Esto significaría toda una revolución para el derecho, lo cual, según Singer, sería la consecuencia lógica del darwinismo. Si aceptamos que el hombre viene por casualidad de los animales, no tenemos más remedio que reconocer que no existe ninguna creación directa del alma humana por parte de Dios (la evolución no nos permite admitir esto). Por lo tanto, continúa Singer, el límite que nos separa de los animales no es “decisivo”, sino parte de un proceso de desarrollo evolutivo que nos debería hermanar con aquellos animales que tuviesen características “personales” semejantes a las nuestras.
Peter Singer nos pone un gran problema: ¿de verdad la teoría de la evolución implica negar la supremacía del hombre respecto de los demás animales? En un contexto evolucionista, ¿tiene algún sentido hablar de espiritualidad? Para Singer no, pues el darwinismo nos lleva a dejar de lado a Dios y a considerar al ser humano como un producto casual del proceso evolutivo.

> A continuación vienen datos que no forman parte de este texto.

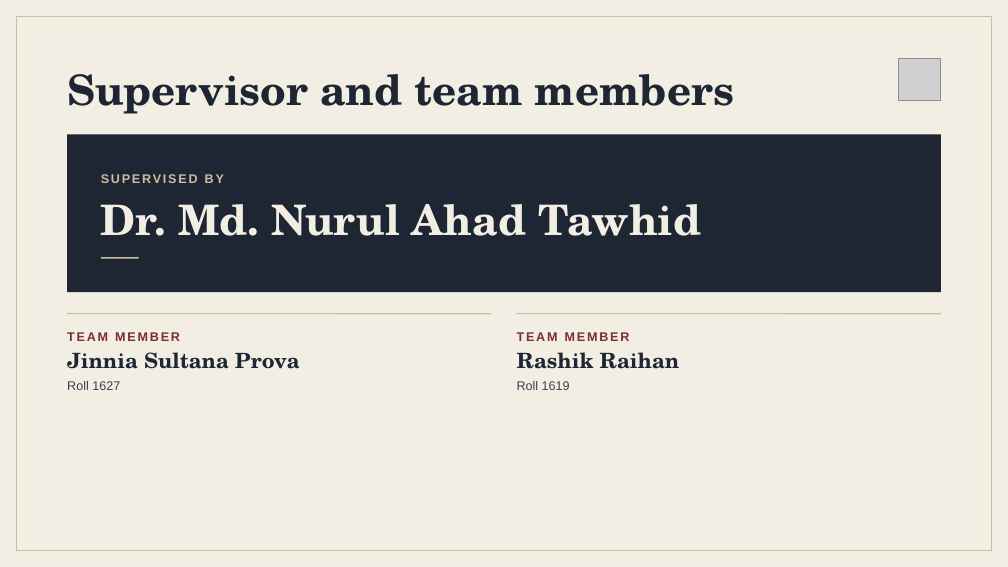
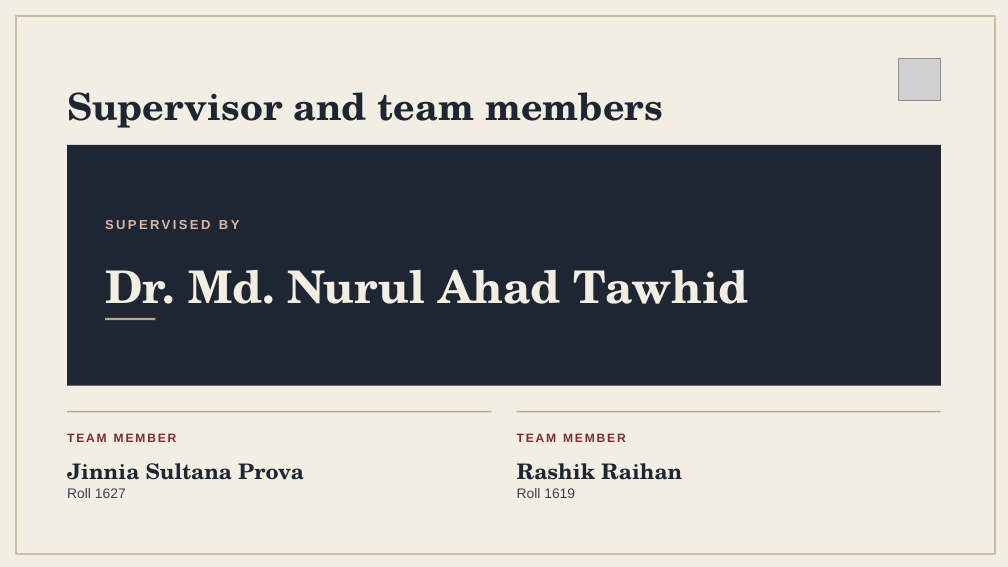
Before and after one commit to jinnia-sultana/LegalResearch_CasePreparation-Assistant, a slide deck: slide 2 of docs/Proposal/GR-20.pptx. Drawn at 1008x567 pixels with LibreOffice and Linux fonts; fonts in the diff are those of the drawing; grey boxes stand for pictures. Boxes give left, top, right and bottom in pixels: in the first picture for what was removed or moved away, otherwise in the second. Text is boxed around its words. In the diff, an @@ line names an element or a change of style, - is before the commit and + after.

```diff
--- a/docs/Proposal/GR-20.pptx
+++ b/docs/Proposal/GR-20.pptx
@@ rectangle at bbox=[17, 17, 995, 554]: outline #CBBD9F 1 pt to #CBBD9F 1.5 pt @@
@@ text "Supervisor and team members" at bbox=[67, 92, 663, 128]: size 40 to 35.8 pt; line spacing 44pt to 1.34 @@
@@ rectangle: place and size @@
-rectangle at bbox=[67, 135, 941, 293]
+rectangle at bbox=[67, 145, 941, 386]
@@ text "SUPERVISED BY": place and size @@
-text "SUPERVISED BY" at bbox=[101, 174, 224, 183]
+text "SUPERVISED BY" at bbox=[105, 220, 239, 229]
@@ text "SUPERVISED BY" at bbox=[105, 220, 239, 229]: size 12 to 12.4 pt, text colour #CBBD9F to #D9B8A6, letter spacing 1.7 to 2.4 pt; line spacing 16.8pt to 1.15 @@
@@ rectangle removed at bbox=[101, 257, 138, 259] @@
@@ text "Dr. Md. Nurul Ahad Tawhid": place and size @@
-text "Dr. Md. Nurul Ahad Tawhid" at bbox=[101, 204, 701, 236]
+text "Dr. Md. Nurul Ahad Tawhid" at bbox=[105, 269, 749, 319]
@@ text "Dr. Md. Nurul Ahad Tawhid" at bbox=[105, 269, 749, 319]: size 40 to 42.9 pt; line spacing 48pt to 1.29 @@
@@ line removed from (67, 314) to (492, 314) @@
@@ rectangle added at bbox=[105, 318, 156, 321], fill #B9A989 @@
@@ line removed from (516, 314) to (941, 314) @@
@@ rectangle added at bbox=[67, 411, 492, 412], fill #B9A989 @@
@@ rectangle added at bbox=[516, 411, 941, 412], fill #B9A989 @@
@@ text "TEAM MEMBER": place and size @@
-text "TEAM MEMBER" at bbox=[67, 332, 180, 341]
+text "TEAM MEMBER" at bbox=[67, 433, 177, 442]
@@ text "TEAM MEMBER" at bbox=[67, 433, 177, 442]: size 12 to 11.5 pt; line spacing 16.8pt to 1.15 @@
@@ text "Jinnia Sultana Prova": place and size @@
-text "Jinnia Sultana Prova" at bbox=[67, 352, 300, 369]
+text "Jinnia Sultana Prova" at bbox=[67, 463, 304, 480]
@@ text "Jinnia Sultana Prova" at bbox=[67, 463, 304, 480]: size 20 to 20.4 pt; line spacing 24pt to 1.4 @@
@@ text "TEAM MEMBER" at bbox=[517, 433, 626, 442]: size 12 to 11.5 pt; line spacing 16.8pt to 1.15 @@
@@ text "TEAM MEMBER": place and size @@
-text "TEAM MEMBER" at bbox=[517, 332, 630, 341]
+text "TEAM MEMBER" at bbox=[517, 433, 626, 442]
@@ text "Rashik Raihan" at bbox=[517, 463, 682, 480]: size 20 to 20.4 pt; line spacing 24pt to 1.4 @@
@@ text "Rashik Raihan": place and size @@
-text "Rashik Raihan" at bbox=[517, 352, 680, 369]
+text "Rashik Raihan" at bbox=[517, 463, 682, 480]
@@ text "Roll 1627": place and size @@
-text "Roll 1627" at bbox=[67, 381, 120, 390]
+text "Roll 1627" at bbox=[67, 488, 126, 498]
@@ text "Roll 1627" at bbox=[67, 488, 126, 498]: size 12 to 13.2 pt; line spacing 13.8pt to 1.15 @@
@@ text "Roll 1619" at bbox=[517, 488, 575, 498]: size 12 to 13.2 pt; line spacing 13.8pt to 1.15 @@
@@ text "Roll 1619": place and size @@
-text "Roll 1619" at bbox=[517, 381, 570, 390]
+text "Roll 1619" at bbox=[517, 488, 575, 498]
```
Also in this commit, not shown: 10 other slides changed, 1 other file.

El movimiento animalista nos pone, por lo tanto, ante problemas centrales del pensamiento reflexivo: ¿qué es el hombre? ¿Qué significa ser persona? ¿Todos los seres humanos son personas? No profundizar en estos puntos puede llevarnos a ceder ante quienes prefieren salvar la vida de un visión y dejar morir, en abortos legales, a miles de hijos.
Si los no nacidos, los que sufran graves deficiencias físicas o mentales, los que entren en la etapa final de su existencia terrena. Si ellos no son personas, si ellos no van a recibir la protección del derecho, quizá nos encontraremos un día con que se repiten páginas tan tristes como las de los campos de concentración de masas, la eliminación de enfermos mentales, la destrucción de niños nacidos con deficiencias físicas o (un delito al que ya muchos se han acostumbrado) la del recurso al aborto como práctica rutinaria.
Hay muchos datos, sin embargo, que nos llevan a pensar que el hombre no es sólo un simple animal, sino que goza de una capacidad de entender y de amar que puede explicarse sólo a partir de algo que supere los límites de la sensibilidad y de la misma evolución, pues la materia no es suficiente para que un individuo pueda tomar opciones libres y responsables, pueda pensar de modo racional. En otras palabras, no somos simplemente el resultado de mutaciones genéticas casuales, sino que nuestra existencia se caracteriza por algo propio, un alma espiritual, que sólo puede proceder de un ser superior, de Dios, como ya intuyeron Platón y Aristóteles, y como han defendido las tradiciones religiosas que más presencia han tenido en el mundo europeo: el judaísmo, el cristianismo y el islam.
Un Estado, un pueblo, sólo será justo si opta por defender a todo ser humano, el apenas concebido y el que vive en medio de una enfermedad degenerativa, el nacido aquí o el que llama a nuestras puertas pidiendo un poco de solidaridad y de ayuda. Esa justicia no podrá alcanzarse si no reconocemos claramente que existe una diferencia radical entre los hombres y los animales. ¿No estaremos, entonces, en el momento de iniciar una reflexión metafísica más profunda sobre lo que significa ser hombres, incluso con la ayuda del patrimonio filosófico y religioso que ha construido lo mejor de nuestra civilización europea?